In 1984, Chautauqua County’s grape industry became the focus of the New York State Senate’s Task Force on Critical Problems (Tending the Vineyards: Renewed Growth for New York’s Grape/Wine Industry. Albany, NY: New York State Senate, 1984). Relief from certain New York State regulations was recommended and subsequently realized as a measure to renew growth.

The Lake Erie Regional Grape Program is run cooperatively by Cornell University in Fredonia, NY, and Pennsylvania State University in Northeast, PA. In 2001, they collected financial information from 42 Lake Erie Shore farms involving 4371 acres. Data collected in this program from 1991 until 2001 show extremes of a $100 loss/acre in 1995 and a $300 profit/acre in 1999. “Average yields were 5.5 tons per acre. The range in farm wide yields varied from 2.5 to 8.1 tons per acre.”

“Not only was the grape boom of the 1990’s especially high because of a rush of dot-com dollars, a surge in consumption following new health claims about grapes, and generally prosperous times, but the low [of the 21st century] has been unusually deep as a result of growing foreign competition.

“Wine from Chile, Australia and South Africa, raisins from Turkey; table grapes from Chile and Mexico – all of it relatively inexpensive and in increasingly great supply….

“A report by the California Agricultural Statistics Service showed that the 2002 harvest produced 3.79 million tons of grapes that were crushed for wine or juice concentrate, up 12.5 percent from the year before.

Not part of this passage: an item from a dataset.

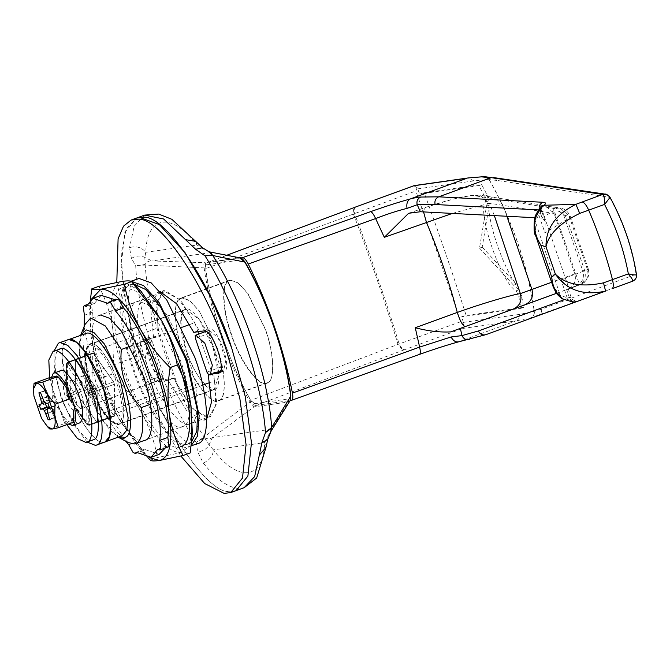 <?xml version="1.0" encoding="UTF-8"?>
<svg xmlns="http://www.w3.org/2000/svg" width="670" height="670" viewBox="0 0 670 670"><rect width="100%" height="100%" fill="white"/><g stroke="black" fill="none" stroke-linecap="round" stroke-linejoin="round"><path stroke-width="0.5" stroke-dasharray="3.35 2.51" d="M93.239 439.83C86.916 444.662 69.018 420.459 61.598 396.523C54.102 376.247 52.629 351.382 59.404 349.288L60.116 348.953M66.799 424.663L55.116 398.885L49.63 377.671M64.823 382.654C67.913 382.185 71.288 386.665 74.956 396.079C77.511 404.261 77.653 409.219 75.4 410.945C72.276 410.936 68.977 406.422 65.509 397.411C63.055 389.655 62.821 384.731 64.823 382.654L147.718 352.479C144.888 353.341 144.846 358.324 147.584 367.436C150.423 375.141 153.422 379.672 156.596 381.012L157.492 380.962L159.092 375.979L157.031 366.096C154 357.981 150.892 353.442 147.718 352.479M81.874 408.583L83.499 403.591L81.439 393.709C78.407 385.593 75.3 381.054 72.126 380.091C69.295 380.954 69.253 385.937 71.992 395.049C69.529 387.285 69.303 382.369 71.305 380.284C74.387 379.823 77.77 384.295 81.439 393.709C83.984 401.891 84.135 406.849 81.874 408.583C78.75 408.566 75.459 404.052 71.992 395.049C74.831 402.754 77.829 407.285 81.003 408.625L75.4 410.945M71.305 380.284L72.126 380.091M105.023 441.957C97.904 447.401 77.779 420.165 69.429 393.24C61.004 370.435 59.337 342.454 66.958 340.1L67.762 339.724L63.34 345.184L62.009 357.671L69.429 393.24C76.673 416.212 93.44 442.049 101.89 442.125L105.098 441.932M85.04 333.417L80.618 338.869L79.286 351.365L86.706 386.925C93.951 409.898 110.717 435.743 119.168 435.81L122.376 435.617M67.921 396.648L67.092 394.228L66.749 362.964L67.553 362.847L87.661 391.314L88.49 393.734L88.834 425.006L88.03 425.115L96.673 421.966L76.556 393.499L75.727 391.079L75.392 359.807L76.187 359.69L96.304 388.156L97.133 390.577L97.477 421.849L96.673 421.966L97.477 421.849L97.133 390.577L96.304 388.156L76.187 359.69L75.392 359.807L75.727 391.079L76.556 393.499L96.673 421.966L113.95 415.651L93.842 387.185L113.95 415.651L114.754 415.542L114.411 384.27L114.754 415.542L88.574 424.922L86.941 424.244L86.598 392.98L88.206 391.121L89.035 393.541L89.37 424.805L88.574 424.922L68.457 396.456L67.628 394.035L66.824 395.777L87.075 424.696L66.966 396.238L66.296 363.936L66.824 395.777L68.457 396.456L93.842 387.185L93.013 384.764L93.842 387.185L67.921 396.648L88.03 425.115L114.754 415.542L88.574 424.922M67.092 394.228L93.013 384.764L92.669 353.492L93.473 353.383L92.669 353.492L93.473 353.383L92.669 353.492L93.013 384.764L67.628 394.035L67.293 362.763L66.489 364.514L86.598 392.98L89.035 393.541L114.411 384.27L113.582 381.85L93.473 353.383L113.582 381.85L114.411 384.27L88.49 393.734M87.142 442.058L72.779 423.398L60.786 396.397L54.471 371.666L53.952 351.206M66.489 364.514L68.089 362.654L93.473 353.383L66.749 362.964L92.669 353.492L67.293 362.763L68.089 362.654L88.206 391.121L113.582 381.85L87.661 391.314M197.382 443.615C185.908 452.384 153.48 408.516 140.03 365.125C126.454 328.384 123.774 283.309 136.052 279.516L137.342 278.913M191.118 445.801L189.819 446.379C178.354 455.148 145.918 411.279 132.467 367.889C118.892 331.147 116.212 286.065 128.489 282.279L131.044 281.325M206.837 417.644L144.795 440.299C136.094 446.949 111.488 413.675 101.287 380.761C90.986 352.881 88.951 318.685 98.264 315.813L138.363 301.215L147.526 304.54L159.359 317.521L180.649 361.063C191.536 390.367 192.851 425.592 182.592 426.497C173.89 433.147 149.284 399.864 139.084 366.951C128.782 339.079 126.747 304.884 136.06 302.003L138.363 301.215L147.526 304.54L159.359 317.521L180.649 361.063C191.536 390.367 192.851 425.592 182.592 426.497C173.89 433.147 149.284 399.864 139.084 366.951C128.782 339.079 126.747 304.884 136.06 302.003L145.926 298.46L155.088 301.776L166.914 314.766L188.203 358.299C199.099 387.603 200.405 422.829 190.146 423.733C181.444 430.383 156.847 397.109 146.638 364.187C136.337 336.315 134.31 302.12 143.623 299.239M190.238 423.7L182.592 426.497L190.238 423.7M140.976 360.77C160.901 424.227 207.608 494.284 229.525 491.411L236.1 490.616L231.2 491.487C209.936 497.157 161.445 426.229 140.976 360.77L131.873 330.846L123.347 289.616L121.236 253.712L126.136 229.073L136.554 218.06L124.746 232.616L121.186 265.931L127.401 312.253L140.976 360.77M116.806 282.305L135.583 362.738L155.507 411.64L180.85 456.044M220.263 371.674L223.78 371.172C233.194 371.054 217.934 326.499 209.316 328.937L199.166 330.377L180.716 300.252L164.334 290.127L162.986 290.462L155.942 305.193L159.016 336.064L148.866 337.504C139.452 337.621 154.711 382.185 163.321 379.748L173.48 378.307L191.93 408.432L208.311 418.557L209.651 418.222L216.703 403.491L213.621 372.612L218.253 371.959M219.232 372.838L224.224 371.063L218.822 373.039M160.649 292.061L157.592 292.438L150.541 307.17L153.623 338.04L143.464 339.481L148.866 337.504L143.464 339.481C134.05 339.598 149.31 384.153 157.927 381.716L168.078 380.275L186.528 410.4L202.91 420.526L206.837 418.507M208.295 374.58L212.851 373.935M208.228 374.589L213.621 372.612M193.764 332.345L199.166 330.377M153.623 338.04L159.016 336.064M168.078 380.275L173.48 378.307M191.52 441.949L180.691 446.496C169.611 454.964 138.305 412.603 125.315 370.711C112.208 335.234 109.62 291.71 121.471 288.05L124.402 287.053L136.06 291.283L151.119 307.806L178.212 363.215M188.898 443.498L188.789 443.54C177.718 452.007 146.403 409.646 133.414 367.755C120.307 332.278 117.719 288.753 129.57 285.093L133.874 284.005M98.264 315.813L144.611 298.786M149.577 457.702L141.01 450.634L120.282 421.145C106.873 397.318 94.361 360.77 90.969 335.519L89.612 309.925L91.606 298.996M101.128 295.361L94.378 303.477L92.359 302.681L91.405 304.155L92.502 312.27C87.988 343.35 112.468 414.839 136.856 441.831L141.161 449.486L143.413 450.508L144.31 449.302L159.2 454.344M165.222 448.029L165.959 446.228L167.977 447.024M116.915 299.197L116.027 300.403L115.273 299.8M136.203 452.258L144.31 449.302M128.757 444.788L136.856 441.831M157.852 449.193L165.959 446.228M107.929 303.359L116.027 300.403M86.279 306.433L94.378 303.477M84.403 315.227L92.502 312.27M84.085 326.734L95.617 381.557L109.562 414.78L125.952 441.337M150.356 460.148L157.483 457.543L181.076 452.585C186.444 451.865 189.484 451.974 190.205 452.903M149.569 459.352L120.282 421.145C112.686 406.866 107.485 392.109 104.679 376.85L111.806 374.245C123.9 386.154 133.925 399.153 141.881 413.256C149.469 427.527 154.678 442.292 157.483 457.543M98.859 286.308C105.6 298.971 110.173 312.748 112.568 327.63C114.578 342.697 114.327 358.232 111.806 374.245M104.679 376.85C97.929 364.187 93.356 350.41 90.969 335.519L90.408 299.867M192.315 431.899L188.622 446.764L181.076 452.585C169.996 452.945 156.931 439.83 141.881 413.256C128.464 389.429 115.952 352.881 112.568 327.63C108.867 299.448 112.158 284.013 122.451 281.341L140.918 291.182M213.043 347.537L218.822 375.2L214.341 389.161L213.504 389.371L202.29 381.85C195.858 373.349 190.623 363.157 186.595 351.289L180.959 326.005L181.645 314.607L185.305 309.666L186.143 309.456L199.501 319.833L213.043 347.537M228.939 280.931L230.823 280.286L238.319 283.008L248.001 293.628L265.421 329.246C274.332 353.232 275.404 382.051 267.012 382.788C259.893 388.232 239.759 361.004 231.41 334.07C222.984 311.265 221.326 283.284 228.939 280.931M180.347 298.686L182.232 298.041L189.727 300.755L199.409 311.382L216.82 347.001C225.74 370.979 226.812 399.797 218.412 400.543C211.293 405.978 191.168 378.751 182.818 351.817C174.393 329.012 172.726 301.039 180.347 298.686M267.012 382.788L218.412 400.543M535.673 235.689L535.196 222.147L538.705 214.651L541.569 210.849L539.367 209.953L539.183 209.233M540.43 212.75L540.648 208.144L542.08 206.327M540.581 205.682L569.014 288.711C574.517 285.345 576.451 280.395 574.81 273.854L554.132 213.47L545.003 205.514L540.581 205.682L554.509 207.089L563.646 215.053L570.329 216.477L567.138 219.308L544.97 232.934L538.705 214.651L539.224 209.191M562.046 298.786L560.254 295.344L534.476 219.132M419.529 354.355L291.324 400.392M605.429 194.191L609.792 197.549C623.083 221.996 631.844 247.573 636.065 274.281L541.653 309.096C541.93 312.203 540.69 314.389 537.926 315.654L485.892 334.657L459.084 341.675C447.652 344.824 434.403 349.062 419.345 354.397M469.402 339.313L468.623 339.531M563.822 299.867L569.45 297.823C571.627 296.944 571.636 296.86 569.475 297.572C570.999 301.056 573.52 302.363 577.038 301.492L576.92 301.525C573.52 302.388 571.033 301.148 569.45 297.823C571.627 296.944 571.636 296.86 569.475 297.572L567.172 297.781L560.254 295.344L552.993 286.291M572.239 302.245L567.172 297.781L560.907 279.507L584.759 270.772C588.402 269.298 589.265 268.804 587.356 269.29L582.783 270.956C584.274 276.174 583.135 280.596 579.366 284.231L569.014 288.711M424.16 192.759L419.671 194.015L417.175 187.675L415.81 191.009C429.395 229.157 446.932 280.387 460.583 321.776L463.757 323.736L461.689 316.734L466.178 315.486C452.56 272.966 438.557 232.063 424.16 192.759L481.646 184.61L487.249 195.246L488.413 200.757L485.691 201.754C476.261 210.455 501.436 284.038 516.176 290.797L518.815 296.425L520.917 308.334L461.689 316.734M460.583 321.776L398.014 344.355L250.706 400.425C252.682 403.834 254.382 405.501 255.823 405.425L404.563 349.69C402.519 349.899 400.342 348.115 398.014 344.355C385.618 303.2 367.972 251.619 353.4 214.065L415.81 191.009M463.757 323.736L462.652 328.476L404.563 349.69C403.038 349.732 401.246 347.897 399.194 344.196C386.665 302.781 368.986 251.108 354.422 213.429C353.869 209.517 354.296 207.373 355.703 206.988C353.793 207.566 353.023 209.919 353.4 214.065L205.589 268.637C205.154 265.019 205.615 263.042 206.963 262.724L226.519 255.362M226.577 255.371L206.963 262.724L240.48 257.975M417.175 187.675L413.8 185.774M482.216 247.104L516.294 284.214C503.706 269.139 487.249 221.075 489.209 205.129L482.216 247.104L479.511 248.093L486.495 206.117L488.413 200.757M516.294 284.214L513.572 285.211L518.898 289.8L521.545 295.428L523.664 307.337L466.178 315.486M513.572 285.211L479.511 248.093M493.421 177.55L497.626 180.506L610.06 197.374M636.492 274.574L636.065 274.281C636.567 277.581 635.353 279.918 632.421 281.3L632.597 281.233M544.97 232.934L545.221 221.535L542.172 218.135L539.367 209.953L538.646 209.919M569.45 297.823L566.653 289.641L567.44 286.417L560.907 279.507M417.795 188.839L473.908 180.883L489.251 179.61L497.626 180.506M541.653 309.096L534.35 311.341L519.619 314.397L463.506 322.345M484.578 176.62L489.251 179.61C512.45 220.564 527.483 264.474 534.35 311.341C534.601 314.456 533.337 316.634 530.573 317.89L632.421 281.3M552.901 206.946L579.366 284.231M563.646 215.053L582.783 270.956M587.356 269.29L569.09 215.958L560.011 208.002C560.715 208.362 566.393 208.01 570.329 216.477L588.352 269.122L587.356 269.29C589.114 276.375 586.811 281.484 580.438 284.624L578.604 285.294C584.257 282.505 586.317 277.665 584.759 270.772L567.138 219.308C564.148 212.918 559.492 210.162 553.177 211.05C555.455 209.635 555.857 208.78 554.375 208.504L474.829 195.766C465.432 195.615 448.699 199.601 424.638 207.725L409.965 212.918M554.509 207.089L560.011 208.002L554.375 208.504M452.401 213.412L489.418 203.228L479.695 195.163L474.829 195.766M588.352 269.122L588.98 273.796L587.808 278.293L583.846 282.949L556.544 293.351M534.853 217.725L542.172 218.135M255.823 405.425L290.152 400.56M250.706 400.425C229.869 364.53 210.12 306.852 205.589 268.637M485.691 201.754L484.519 196.243L478.899 185.615L419.671 194.015M481.646 184.61L478.899 185.615M523.664 307.337L520.917 308.334M489.209 205.129L486.495 206.117M79.738 422.879C76.095 425.659 65.811 411.74 61.54 397.98C57.017 383.692 56.598 374.647 60.283 370.82L60.694 370.627M68.29 424.118L54.521 400.543L50.803 379.128M49.48 407.544L51.917 411.422L54.077 417.644L55.669 417.418L52.964 407.871L53.516 406.204L55.543 405.802L53.901 401.012L51.799 401.196L50.208 399.831L46.431 390.442L44.84 390.669L47.545 400.208L46.992 401.874L44.974 402.276L45.091 402.703M39.337 392.587L45.275 390.417L39.832 392.494M49.295 419.839L55.669 417.418L49.722 419.588M50.3 408.248L47.252 409.362M51.917 411.422L47.57 413.013M44.974 402.276L39.028 404.446M46.992 401.874L44.982 402.611M47.545 400.208L44.011 401.498M46.934 396.891L42.545 398.499M46.431 390.442L40.493 392.612M48.6 396.657L42.654 398.826M50.208 399.831L44.27 402M51.799 401.196L45.861 403.365M53.901 401.012L47.955 403.181M55.543 405.802L49.597 407.98M53.516 406.204L49.513 407.67M52.964 407.871L47.026 410.04M53.575 411.187L47.629 413.357M54.077 417.644L49.622 419.269M41.498 418.231L33.91 396.071M33.81 395.375L33.626 387.193M74.027 416.623L70.911 422.159C68.022 422.142 64.638 418.75 60.761 411.983L64.739 423.465L49.697 428.959L41.858 418.884M71.154 422.125L73.466 422.226M64.739 423.465L70.911 422.159M37.52 406.74L52.562 401.246L60.401 411.321L52.813 389.17L52.562 401.246M52.813 389.17L52.712 388.466C51.808 381.28 52.67 377.285 55.275 376.49M49.111 377.796L52.712 388.466M60.761 411.983L60.401 411.321M55.518 376.456L60.317 379.094M216.921 346.985C225.882 371.096 226.963 400.082 218.521 400.828C211.36 406.296 191.118 378.918 182.726 351.834C174.25 328.903 172.575 300.763 180.238 298.401L182.131 297.756L189.669 300.487L199.4 311.173L216.921 346.985M266.844 383.173C259.684 388.642 239.441 361.264 231.049 334.179C222.574 311.248 220.899 283.117 228.562 280.747L230.463 280.102L237.992 282.832L247.733 293.519L265.245 329.339C274.206 353.45 275.286 382.428 266.844 383.173L218.521 400.828M89.537 344.388C94.755 338.66 111.245 360.1 118.104 382.235C125.089 401.02 125.927 423.591 119.352 424.177C113.774 428.432 98.013 407.109 91.472 386.012C84.872 368.148 83.566 346.231 89.537 344.388L184.568 309.674C189.786 303.946 206.276 325.394 213.135 347.521C220.12 366.306 220.958 388.885 214.383 389.463C208.805 393.726 193.044 372.394 186.503 351.298C179.895 333.434 178.597 311.517 184.568 309.674M214.383 389.463L119.352 424.177M239.994 257.858L204.61 262.69C203.831 262.849 203.672 264.575 204.132 267.883C209.609 309.063 227.968 362.83 250.027 401.933L204.082 437.041C174.3 390.978 148.263 314.967 145.197 265.069L144.812 257.473L145.733 252.305C141.789 247.339 136.387 245.764 129.528 247.599L131.421 258.377L135.708 265.672C136.546 283.712 139.854 303.761 145.608 325.829C157.609 370.25 174.476 409.102 196.218 442.401L197.667 451.865L203.311 463.104C209.777 460.139 213.135 455.717 213.37 449.855L208.998 444.93L204.082 437.041L196.218 442.401L204.308 437.669C207.239 439.244 209.961 439.21 212.482 437.585L253.98 406.891L288.46 402L290.051 400.727M80.727 335.101L80.308 336.256C77.527 348.743 79.705 365.544 86.84 386.665L101.413 418.432L117.987 437.116M84.512 354.706C82.351 377.369 88.984 396.749 104.42 412.846L177.852 386.021L157.952 327.881L84.512 354.706C82.477 342.445 82.485 332.797 84.546 325.737L85.031 324.397M128.171 442.518L116.438 431.715L104.42 412.846M189.87 324.456L194.786 322.664L197.901 331.759M198.689 334.054L214.693 380.803L209.811 382.587M130.533 346.13L182.458 327.161M202.7 385.183L150.44 404.27M150.264 380.175L138.707 346.407L136.956 343.702L135.34 343.685L133.313 353.4L140.809 375.284L149.854 383.433L150.44 383.098L150.264 380.175L163.765 375.242L152.199 341.474L150.448 338.769L148.832 338.752L146.814 348.475L154.309 370.351L163.354 378.5L163.941 378.165L163.765 375.242M220.438 367.21L222.189 369.907L223.805 369.932L225.823 360.209L218.336 338.333L209.291 330.184L208.705 330.511L208.881 333.442L220.438 367.21L206.946 372.143M245.362 262.958C267.28 301.274 285.428 354.405 290.554 394.948L289.18 398.801L254.701 403.692L253.98 406.891L250.027 401.933L250.932 400.56C229.014 362.244 210.857 309.113 205.74 268.57L207.114 264.717L241.594 259.826L244.835 262.112M254.701 403.692L250.932 400.56M131.421 258.377C136.278 255.572 140.742 255.27 144.812 257.473L151.998 260.932C148.849 260.705 146.521 261.895 145.013 264.491L135.708 265.672L145.197 265.069L204.132 267.883L205.74 268.57M289.18 398.801L288.46 402L271.333 429.236L212.482 437.585L208.998 444.93C206.988 448.774 203.219 451.086 197.667 451.865M195.665 241.359L197.064 245.027L145.733 252.305C146.881 215.288 171.855 211.745 197.064 245.027L203.672 249.131L210.849 252.582L151.998 260.932L204.61 262.69L207.114 264.717M290.554 394.948L290.73 396.163M210.874 252.473L239.09 257.808L241.594 259.826M208.956 251.778L203.672 249.131L202.566 247.758M267.766 439.302L267.849 436.589L264.7 442.577C263.561 479.594 238.587 483.129 213.37 449.855L264.7 442.577L265.965 447.393M271.141 431.036L267.849 436.589L271.333 429.236L271.735 429.839M157.952 327.881L156.956 303.426L163.505 291.877L164.828 291.55L178.706 299.113L194.786 322.664M214.693 380.803L215.69 405.258L209.132 416.799L207.817 417.125L193.94 409.571L177.852 386.021M203.923 330.905L209.316 328.937M157.927 381.716L163.321 379.748M119.905 423.591C117.024 425.416 112.811 423.072 107.267 416.556C100.827 408.064 95.592 397.871 91.564 385.995L85.927 360.72L86.614 349.321L90.274 344.372L91.112 344.162C97.041 341.449 111.84 362.395 118.012 382.243C124.587 400.024 125.86 421.815 119.905 423.591L214.341 389.161M107.267 416.556L202.29 381.85M118.389 422.862C113.339 428.323 97.468 407.636 90.86 386.339C83.716 367.219 83.474 344.866 90.416 345.703C96.178 343.065 110.558 363.408 116.555 382.696C122.937 399.965 124.176 421.137 118.389 422.862M462.652 328.476L515.892 320.922L458.59 341.842M576.929 301.525L578.805 300.847C578.076 302.011 570.656 300.059 571.091 297.095L567.44 286.417M484.259 176.612L489.117 179.627C512.316 220.581 527.349 264.491 534.225 311.357C534.493 314.473 533.278 316.65 530.573 317.89L515.892 320.922C518.605 319.691 519.845 317.513 519.619 314.397M473.908 180.883L468.146 177.944M556.519 293.318L580.438 284.624M574.81 273.854L551.619 282.279M494.359 215.606L489.418 203.228L554.132 213.47M506.872 216.259L503.011 204.987L493.924 197.03L488.288 197.533M423.549 211.904L424.638 207.725M541.729 218.085L553.177 211.05M67.293 362.763L68.089 362.654M89.37 424.805L86.941 424.244M487.249 195.246L484.519 196.243M521.545 295.428L518.815 296.425M518.898 289.8L516.176 290.797M203.311 463.104C216.427 479.419 228.42 487.894 239.299 488.522L244.198 487.659M144.645 215.103L134.193 226.209L129.528 247.599M150.44 383.098L163.941 378.165M136.956 343.702L150.448 338.769M138.707 346.407L152.199 341.474M208.697 374.84L222.189 369.907M195.38 338.367L208.881 333.442M195.205 335.444L208.705 330.511M87.075 424.696L89.177 425.358L114.562 416.087L88.641 425.55M66.296 363.936L67.486 362.219L92.862 352.948L66.941 362.411M130.91 281.266L129.787 281.676M189.937 446.337L191.109 445.91M157.592 292.438L162.986 290.462M204.258 420.191L209.651 418.222M122.727 287.472L130.826 284.516M143.413 450.508L136.956 452.87M92.359 302.681L87.008 304.632M90.098 303.518L89.612 309.925M148.053 457.811L141.01 450.634M81.899 408.574L157.492 380.962M119.31 423.867C118.347 425.835 107.393 421.338 102.267 410.794C94.646 398.407 90.726 386.749 89.035 380.795C83.532 358.659 83.943 346.516 90.274 344.372L185.305 309.666M229.751 280.554L181.151 298.309M545.221 221.535L541.569 210.849L542.264 206.167M408.641 213.278L424.261 207.75L456.086 198.295C463.782 196.184 471.647 195.138 479.695 195.163L545.003 205.514M566.292 289.809L578.604 285.294M66.966 396.238L66.632 395.208M229.375 280.37L181.051 298.024M148.832 338.752L135.34 343.685M163.354 378.5L149.854 383.433M223.805 369.932L220.514 371.13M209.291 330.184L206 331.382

The oversupply further depressed prices, as growers made an average of $462 per ton, 17 percent less than in 2001, with the high-end Napa Valley growers getting $2,942 per ton and the low-end Fresno-area growers just $136 per ton.” Murphy, D.E. California Grape Rush of 90‘s Withers as Prices Collapse. New York Times, 25 May 2003.

The strong US currency of 2003 militates against US sellers’ growth by reducing both import prices and export competitiveness. However, the unique “foxy” taste of the Chautauqua County Concord variety offers a specific market niche (New York State Senate Task Force on Critical Problems. Tending the Vineyards: Renewed Growth for New York’s Grape/Wine Industry. Albany, NY: New York State Senate, 1984).